In the flue of this waste asphalt lump recycling facility, S containing Mg
It is characterized in that a deodorizer consisting of a catalytic reaction tower made of iO ₂ and Al ₂ O ₃ and filled with ceramics having a myriad of needle-shaped micropores having a diameter of 0.2 nm to 20 nm is interposed, and is included in the exhaust gas. Water is used as reaction water, and ceramics repeatedly adsorb, absorb, and decompose odorous substances.
Oxygen and moisture are the sources of the reaction, so that the odor eliminating process can be continued without extra energy from outside.

[Brief description of the drawings]

FIG. 1 is a principle diagram of a waste asphalt lump recycling facility according to the present invention.

FIG. 2 is a sectional view of a catalytic deodorizing apparatus according to the present invention.

FIG. 3 is a sectional view of a ceramic employed in the present invention.

FIG. 4 is a graph showing deodorizing performance.

FIG. 5: Principle diagram of a conventional waste asphalt lump recycling facility

[Explanation of Signs] 10: Waste asphalt lump recycling equipment, 13: Flue, 24 ...
Exhaust gas, 30: deodorizer (catalytic deodorizer), 31: ceramics (catalytic ceramics), 32: catalytic reaction tower, 40: water supply means.
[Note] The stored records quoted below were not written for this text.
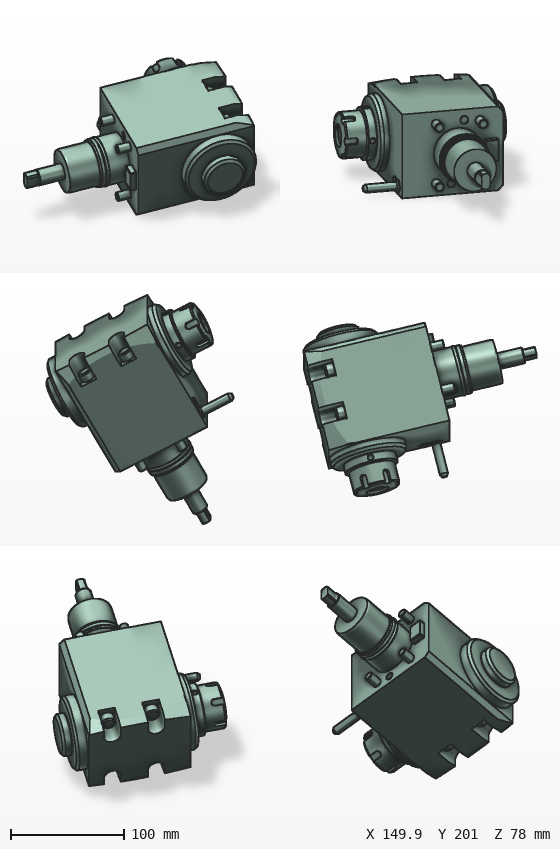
import cadquery as cq
import math


block_left = -51.3
block_right = 41.6
block_length = 110.0
block_height = 78.0
half_height = block_height / 2
right_chamfer = 4.8
edge_chamfer_width = 0.6
edge_chamfer_height = 1.2

cone_x = -4.0
cone_y = 4.0
cone_radius = 99.5
cone_angle = 15
cone_depth = 8.0

spindle_y = 75.0
flange_radius = 34.5
flange_left = -59.0
flange_chamfer_length = 3.0
flange_chamfer_height = 1.8
cover_radius = 33.8
cover_right = 52.0
cover_chamfer = 2.5
knob_radius = 19.0
knob_right = 61.1
knob_chamfer = 2.5
knob_neck_radius = 18.0
knob_neck_length = 0.6

nose_left = -88.8
neck_radius = 17.3
ring_left = -67.5
ring_right = -59.7
ring_radius = 24.0
ring_chamfer = 0.5
ring_hole_radius = 2.6
ring_hole_depth = 2.0
ring_hole_tip_depth = 3.6
ring_hole_count = 4
nut_right = -68.3
nut_radius = 21.0
nut_face_radius = 14.9
nut_rim_radius = 20.0
nut_cone_length = 1.5
nut_rim_length = 1.5
collet_radius = 10.3
collet_depth = 2.8
wrench_slot_width = 6.0
wrench_slot_end = -76.2
wrench_slot_floor = 17.7
wrench_slot_count = 6

collar_radius = 22.1
collar_end = -28.0
collar_chamfer_length = 1.8
collar_chamfer_height = 0.6
oring_groove_radius = 20.0
oring_groove_start = -19.3
oring_groove_end = -22.7
oring_section_radius = 1.5
oring_outer_radius = 22.7
shank_radius = 20.0
shank_end = -56.3
shank_chamfer_length = 2.2
shank_chamfer_height = 0.6
shaft_radius = 7.2
shaft_end = -91.0
shaft_shoulder = -79.8
shoulder_chamfer = 0.6
tang_thickness = 8.0
tang_flat_half_height = 5.0
tang_crown_half_thickness = 2.6
tang_root_fillet = 1.2

screw_x = 20.0
screw_z = 27.5
screw_radius = 4.0
screw_length = 12.0
screw_chamfer = 0.6
head_radius = 6.6
head_length = 8.0
head_chamfer = 1.2
pocket_radius = 7.6
pocket_floor = 87.6

key_x = 30.2
key_width = 12.3
key_height = 20.0
key_length = 5.6
key_chamfer = 0.6
dowel_x = 6.0
dowel_z = 29.0
dowel_radius = 3.6
dowel_depth = 1.0

fitting_z = -31.0
fitting_radius = 5.6
fitting_height = 0.8
pin_y = 12.5
pin_radius = 3.8
pin_left = -83.6
pin_tip_radius = 2.2
pin_tip_length = 2.6
pin_flare_length = 1.5
plug_y = 22.3
plug_hole_radius = 1.6
plug_hole_depth = 1.6


def turned_about_spindle(profile):
    """Revolve (x, radius) points about the spindle axis."""
    outline = cq.Workplane("XY").polyline(profile).close()
    return outline.revolve(360, (0, 0, 0), (1, 0, 0)).translate((0, spindle_y, 0))


def turned_about_shank(profile):
    """Revolve (radius, y) points about the shank axis."""
    return cq.Workplane("XY").polyline(profile).close().revolve(360, (0, 0, 0), (0, 1, 0))


def rod_along_y(x, z, radius, y_start, y_end):
    rod = cq.Workplane("XZ").circle(radius).extrude(y_start - y_end)
    return rod.translate((x, y_start, z))


def make_block():
    block = cq.Workplane("XY").box(
        block_right - block_left, block_length, block_height, centered=False
    ).translate((block_left, 0, -half_height))
    block = block.edges("|Y and >X").chamfer(right_chamfer)

    wide_radius = cone_radius + cone_depth / math.tan(math.radians(cone_angle))
    reach = 2 * wide_radius
    trim = (
        cq.Workplane("XZ")
        .moveTo(cone_radius, half_height)
        .lineTo(wide_radius, half_height - cone_depth)
        .lineTo(reach, half_height - cone_depth)
        .lineTo(reach, half_height)
        .close()
        .revolve(360, (0, 0, 0), (0, 1, 0))
        .translate((cone_x, cone_y, 0))
    )

    edge_wedge = (
        cq.Workplane("XZ", origin=(0, block_length, 0))
        .moveTo(block_left, half_height)
        .lineTo(block_left + edge_chamfer_width, half_height)
        .lineTo(block_left, half_height - edge_chamfer_height)
        .close()
        .extrude(block_length - pocket_floor)
    )
    for cutter in (trim, edge_wedge):
        block = block.cut(cutter).cut(cutter.mirror("XY"))
    return block


def make_flange():
    return turned_about_spindle([
        (block_left, 0),
        (flange_left, 0),
        (flange_left, flange_radius - flange_chamfer_height),
        (flange_left + flange_chamfer_length, flange_radius),
        (block_left, flange_radius),
    ])


def make_rear_cover():
    neck_end = cover_right + knob_neck_length
    return turned_about_spindle([
        (block_right, 0),
        (block_right, cover_radius),
        (cover_right - cover_chamfer, cover_radius),
        (cover_right, cover_radius - cover_chamfer),
        (cover_right, knob_neck_radius),
        (neck_end, knob_neck_radius),
        (neck_end, knob_radius),
        (knob_right - knob_chamfer, knob_radius),
        (knob_right, knob_radius - knob_chamfer),
        (knob_right, 0),
    ])


def make_shank():
    shank = turned_about_shank([
        (0, 0),
        (collar_radius, 0),
        (collar_radius, oring_groove_start),
        (oring_groove_radius, oring_groove_start),
        (oring_groove_radius, oring_groove_end),
        (collar_radius, oring_groove_end),
        (collar_radius, collar_end + collar_chamfer_length),
        (collar_radius - collar_chamfer_height, collar_end),
        (shank_radius, collar_end),
        (shank_radius, shank_end + shank_chamfer_length),
        (shank_radius - shank_chamfer_height, shank_end),
        (0, shank_end),
    ])
    oring = (
        cq.Workplane("XY")
        .center(oring_outer_radius - oring_section_radius, oring_groove_start - oring_section_radius)
        .circle(oring_section_radius)
        .revolve(
            360,
            (oring_section_radius - oring_outer_radius, 0, 0),
            (oring_section_radius - oring_outer_radius, 1, 0),
        )
    )
    return shank.union(oring)


def make_drive_shaft():
    half_tang = tang_thickness / 2
    body = rod_along_y(0, 0, shaft_radius, shank_end, shaft_shoulder)
    body = body.faces("<Y").chamfer(shoulder_chamfer)

    root = half_tang + tang_root_fillet
    fillet_end = shaft_shoulder - tang_root_fillet
    bulge = tang_root_fillet * (1 - math.sqrt(0.5))
    root_plan = (
        cq.Workplane("XY", origin=(0, 0, -shaft_radius))
        .moveTo(-root, shaft_shoulder)
        .threePointArc((-half_tang - bulge, shaft_shoulder - bulge), (-half_tang, fillet_end))
        .lineTo(half_tang, fillet_end)
        .threePointArc((half_tang + bulge, shaft_shoulder - bulge), (root, shaft_shoulder))
        .close()
        .extrude(2 * shaft_radius)
    )
    root_solid = rod_along_y(0, 0, shaft_radius, shaft_shoulder, fillet_end).intersect(root_plan)

    section = (
        cq.Workplane("XZ", origin=(0, shaft_shoulder, 0))
        .polyline([
            (half_tang, -tang_flat_half_height),
            (half_tang, tang_flat_half_height),
            (tang_crown_half_thickness, shaft_radius),
            (-tang_crown_half_thickness, shaft_radius),
            (-half_tang, tang_flat_half_height),
            (-half_tang, -tang_flat_half_height),
            (-tang_crown_half_thickness, -shaft_radius),
            (tang_crown_half_thickness, -shaft_radius),
        ])
        .close()
        .extrude(shaft_shoulder - shaft_end)
    )
    tang = rod_along_y(0, 0, shaft_radius, shaft_shoulder, shaft_end).intersect(section)
    return body.union(root_solid).union(tang)


def make_screw_pocket(x, side):
    """Pocket around a screw head; side is +1 for the top face and -1 for the bottom face."""
    length = block_length - pocket_floor
    round_floor = rod_along_y(x, side * screw_z, pocket_radius, block_length, pocket_floor)
    open_part = cq.Workplane("XY").box(2 * pocket_radius, length, half_height - screw_z)
    return round_floor.union(
        open_part.translate((x, pocket_floor + length / 2, side * (half_height + screw_z) / 2))
    )


def make_screw_head(x, side):
    head = rod_along_y(x, side * screw_z, head_radius, pocket_floor + head_length, pocket_floor)
    return head.faces(">Y").chamfer(head_chamfer)


def make_screw_tip(x, side):
    tip = rod_along_y(x, side * screw_z, screw_radius, 0, -screw_length)
    return tip.faces("<Y").chamfer(screw_chamfer)


def make_key():
    key = cq.Workplane("XY").box(key_width, key_length, key_height)
    key = key.faces("<Y").chamfer(key_chamfer).edges("|Y").chamfer(key_chamfer)
    return key.translate((key_x, -key_length / 2, 0))


def make_coolant_pin():
    base_left = block_left - fitting_height
    outline = cq.Workplane("XY").polyline([
        (block_left, 0),
        (block_left, fitting_radius),
        (base_left, fitting_radius),
        (base_left - pin_flare_length, pin_radius),
        (pin_left + pin_tip_length, pin_radius),
        (pin_left, pin_tip_radius),
        (pin_left, 0),
    ]).close()
    return outline.revolve(360, (0, 0, 0), (1, 0, 0)).translate((0, pin_y, fitting_z))


def make_plug():
    plug = cq.Workplane("YZ").circle(fitting_radius).extrude(-fitting_height)
    return plug.translate((block_left, plug_y, fitting_z))


def make_plug_hole():
    hole = cq.Workplane("YZ").circle(plug_hole_radius).extrude(plug_hole_depth)
    return hole.translate((block_left - fitting_height, plug_y, fitting_z))


def make_housing():
    housing = make_block()
    for part in (make_flange(), make_rear_cover(), make_shank(), make_drive_shaft(), make_key()):
        housing = housing.union(part)
    for side in (1, -1):
        for x in (-screw_x, screw_x):
            housing = housing.cut(make_screw_pocket(x, side))
            housing = housing.union(make_screw_head(x, side))
            housing = housing.union(make_screw_tip(x, side))
        housing = housing.cut(rod_along_y(side * dowel_x, side * dowel_z, dowel_radius, dowel_depth, 0))
    housing = housing.union(make_plug()).cut(make_plug_hole())
    return housing.union(make_coolant_pin())


def make_wrench_slot():
    """Round-ended slot cut into the nut at its -Y side, with a flat floor."""
    half_width = wrench_slot_width / 2
    depth = nut_radius - wrench_slot_floor
    length = wrench_slot_end - half_width - nose_left
    straight = cq.Workplane("XY").box(length, depth, wrench_slot_width, centered=(False, False, True))
    round_end = cq.Workplane("XZ").center(length, 0).circle(half_width).extrude(-depth)
    return straight.union(round_end).translate((nose_left, -nut_radius, 0))


def make_ring_hole():
    """Drilled hole with a conical bottom, going into the ring from its -Y side."""
    profile = cq.Workplane("XY").polyline([
        (0, -ring_radius),
        (ring_hole_radius, -ring_radius),
        (ring_hole_radius, ring_hole_depth - ring_radius),
        (0, ring_hole_tip_depth - ring_radius),
    ]).close()
    hole = profile.revolve(360, (0, 0, 0), (0, 1, 0))
    return hole.translate(((ring_left + ring_right) / 2, 0, 0))


def cut_around_spindle(body, cutter, count):
    """Cut equally spaced copies of a cutter that is placed relative to the spindle axis."""
    for i in range(count):
        turned = cutter.rotate((0, 0, 0), (1, 0, 0), i * 360 / count)
        body = body.cut(turned.translate((0, spindle_y, 0)))
    return body


def make_spindle_nose():
    rim_x = nose_left + nut_cone_length
    collet_floor = nose_left + collet_depth
    nose = turned_about_spindle([
        (flange_left, 0),
        (flange_left, neck_radius),
        (ring_right, neck_radius),
        (ring_right, ring_radius - ring_chamfer),
        (ring_right - ring_chamfer, ring_radius),
        (ring_left + ring_chamfer, ring_radius),
        (ring_left, ring_radius - ring_chamfer),
        (ring_left, neck_radius),
        (nut_right, neck_radius),
        (nut_right, nut_radius),
        (rim_x + nut_rim_length, nut_radius),
        (rim_x, nut_rim_radius),
        (nose_left, nut_face_radius),
        (nose_left, collet_radius),
        (collet_floor, collet_radius),
        (collet_floor, 0),
    ])

    nose = cut_around_spindle(nose, make_wrench_slot(), wrench_slot_count)
    return cut_around_spindle(nose, make_ring_hole(), ring_hole_count)


housing = make_housing()
spindle_nose = make_spindle_nose()
result = cq.Compound.makeCompound([housing.val(), spindle_nose.val()])

 ────────────────────────────────────────────────── ─── Continued on the front page (72) Inventor Hisayoshi Suzuki 2-5-7 Tendai, Inage-ku, Chiba-shi, Chiba F-term (reference) 4Z048 AA22 AB01 AB03 BA01X BA03X BA06X BA41X BB01 BD06 CA07 CC38 CD05 EA04 4G069 AA02 AA08 AA10 BA03A BA03B BB04A BB04B BC10A BC10B CA02 CA04 CA07 CA08 CA10 CA17 DA06 EA02Y EC09X EC09Y GA09

Claims (2)

[Claims] 1. A waste asphalt lump recycling facility for crushing and heat-treating asphalt pavement material peeled off from a road surface, wherein the flue of the waste asphalt lump regeneration facility is made of SiO ₂ and Al ₂ O ₃ containing Mg, 0.2 nm to 20 n
Waste asphalt lump recycling characterized by interposing a deodorizing device consisting of a catalytic reaction tower filled with ceramics having an infinite number of needle-shaped fine holes of m diameter and a water supply means for supplying an appropriate amount of water to the ceramics. Equipment flue equipment. 2. A waste asphalt lump regeneration facility for crushing and heat-treating asphalt pavement material peeled off from a road surface, wherein the flue of the waste asphalt lump regeneration facility is made of SiO ₂ and Al ₂ O ₃ containing Mg, 0.2 nm to 20 n
A flue equipment for reclaiming waste asphalt lump, characterized by interposing a deodorizing device consisting of a catalytic reaction tower filled with ceramics having a myriad of needle-shaped fine holes of m diameter.